Description of the task: Please copy exactly the lines that run from the start of the entries to the line containing "Close-up. Before the", inclusive.

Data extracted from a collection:

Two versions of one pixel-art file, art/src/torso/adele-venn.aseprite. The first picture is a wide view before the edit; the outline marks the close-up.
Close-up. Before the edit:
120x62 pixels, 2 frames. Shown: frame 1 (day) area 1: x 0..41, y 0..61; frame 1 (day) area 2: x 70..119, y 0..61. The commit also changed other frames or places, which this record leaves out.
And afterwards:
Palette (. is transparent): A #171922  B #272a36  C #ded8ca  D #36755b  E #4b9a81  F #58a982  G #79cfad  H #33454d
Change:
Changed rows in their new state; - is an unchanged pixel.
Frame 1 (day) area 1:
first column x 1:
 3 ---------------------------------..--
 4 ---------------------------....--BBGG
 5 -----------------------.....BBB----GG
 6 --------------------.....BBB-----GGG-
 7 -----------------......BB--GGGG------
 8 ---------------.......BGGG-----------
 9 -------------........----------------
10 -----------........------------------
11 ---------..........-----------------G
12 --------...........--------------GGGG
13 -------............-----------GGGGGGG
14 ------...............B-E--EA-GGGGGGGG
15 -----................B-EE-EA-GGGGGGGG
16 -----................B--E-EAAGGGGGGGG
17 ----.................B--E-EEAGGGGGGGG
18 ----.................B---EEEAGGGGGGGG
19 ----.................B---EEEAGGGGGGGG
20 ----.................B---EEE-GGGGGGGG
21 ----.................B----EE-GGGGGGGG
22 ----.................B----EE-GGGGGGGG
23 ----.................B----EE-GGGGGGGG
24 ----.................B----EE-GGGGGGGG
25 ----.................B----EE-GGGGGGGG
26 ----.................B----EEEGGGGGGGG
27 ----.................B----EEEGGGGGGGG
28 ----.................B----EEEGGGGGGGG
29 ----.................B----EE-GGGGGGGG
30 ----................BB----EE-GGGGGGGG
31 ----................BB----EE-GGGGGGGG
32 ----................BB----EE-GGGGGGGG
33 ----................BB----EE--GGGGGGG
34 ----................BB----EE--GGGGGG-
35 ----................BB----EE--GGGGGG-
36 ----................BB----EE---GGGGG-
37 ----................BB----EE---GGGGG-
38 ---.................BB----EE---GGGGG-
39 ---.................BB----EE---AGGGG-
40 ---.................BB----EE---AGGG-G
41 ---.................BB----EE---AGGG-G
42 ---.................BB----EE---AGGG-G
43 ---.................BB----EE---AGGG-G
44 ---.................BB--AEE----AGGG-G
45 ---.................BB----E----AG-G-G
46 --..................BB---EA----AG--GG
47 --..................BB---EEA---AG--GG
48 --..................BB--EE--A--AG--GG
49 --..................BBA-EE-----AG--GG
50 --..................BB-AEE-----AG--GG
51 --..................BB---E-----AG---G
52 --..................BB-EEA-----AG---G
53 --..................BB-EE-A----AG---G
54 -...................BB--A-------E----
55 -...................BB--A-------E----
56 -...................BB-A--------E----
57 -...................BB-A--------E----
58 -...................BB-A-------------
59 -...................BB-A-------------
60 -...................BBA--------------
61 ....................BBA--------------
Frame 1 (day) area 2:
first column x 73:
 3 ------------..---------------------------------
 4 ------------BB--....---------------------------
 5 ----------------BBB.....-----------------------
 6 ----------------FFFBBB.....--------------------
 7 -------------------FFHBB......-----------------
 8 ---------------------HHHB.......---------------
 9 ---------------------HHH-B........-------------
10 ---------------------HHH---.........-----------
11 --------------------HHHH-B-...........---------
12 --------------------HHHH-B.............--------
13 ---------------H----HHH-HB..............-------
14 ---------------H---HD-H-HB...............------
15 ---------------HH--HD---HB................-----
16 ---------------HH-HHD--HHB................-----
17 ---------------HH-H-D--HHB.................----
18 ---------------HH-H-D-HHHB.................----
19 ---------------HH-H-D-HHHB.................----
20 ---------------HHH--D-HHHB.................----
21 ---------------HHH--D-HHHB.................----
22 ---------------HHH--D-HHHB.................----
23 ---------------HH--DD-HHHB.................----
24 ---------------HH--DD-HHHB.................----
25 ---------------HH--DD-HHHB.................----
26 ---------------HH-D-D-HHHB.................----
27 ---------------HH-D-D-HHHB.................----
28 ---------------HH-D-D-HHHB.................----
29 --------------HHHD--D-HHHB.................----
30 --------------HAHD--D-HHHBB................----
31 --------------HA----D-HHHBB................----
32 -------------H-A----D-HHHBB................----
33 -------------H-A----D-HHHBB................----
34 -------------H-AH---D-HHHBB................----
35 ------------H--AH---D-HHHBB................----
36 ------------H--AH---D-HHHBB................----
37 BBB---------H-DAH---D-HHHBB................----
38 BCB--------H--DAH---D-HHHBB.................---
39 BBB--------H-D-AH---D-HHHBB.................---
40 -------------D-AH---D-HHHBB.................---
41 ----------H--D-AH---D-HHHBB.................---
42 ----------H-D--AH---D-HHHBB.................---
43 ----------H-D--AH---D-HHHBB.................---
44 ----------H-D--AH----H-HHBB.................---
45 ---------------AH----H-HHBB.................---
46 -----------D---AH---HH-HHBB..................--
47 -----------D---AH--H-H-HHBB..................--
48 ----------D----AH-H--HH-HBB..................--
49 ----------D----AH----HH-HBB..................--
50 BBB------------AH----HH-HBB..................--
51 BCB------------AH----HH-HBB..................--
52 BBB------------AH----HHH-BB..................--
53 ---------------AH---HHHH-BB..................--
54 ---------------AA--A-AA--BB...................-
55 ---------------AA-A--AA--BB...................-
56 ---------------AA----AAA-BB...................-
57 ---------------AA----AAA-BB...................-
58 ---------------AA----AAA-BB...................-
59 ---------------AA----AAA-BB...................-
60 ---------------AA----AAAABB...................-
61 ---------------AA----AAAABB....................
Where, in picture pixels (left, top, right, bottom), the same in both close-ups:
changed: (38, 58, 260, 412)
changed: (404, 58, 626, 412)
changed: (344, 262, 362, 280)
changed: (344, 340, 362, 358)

Response area:
Two versions of one pixel-art file, art/src/torso/adele-venn.aseprite. The first picture is a wide view before the edit; the outline marks the close-up.
Close-up. Before the edit:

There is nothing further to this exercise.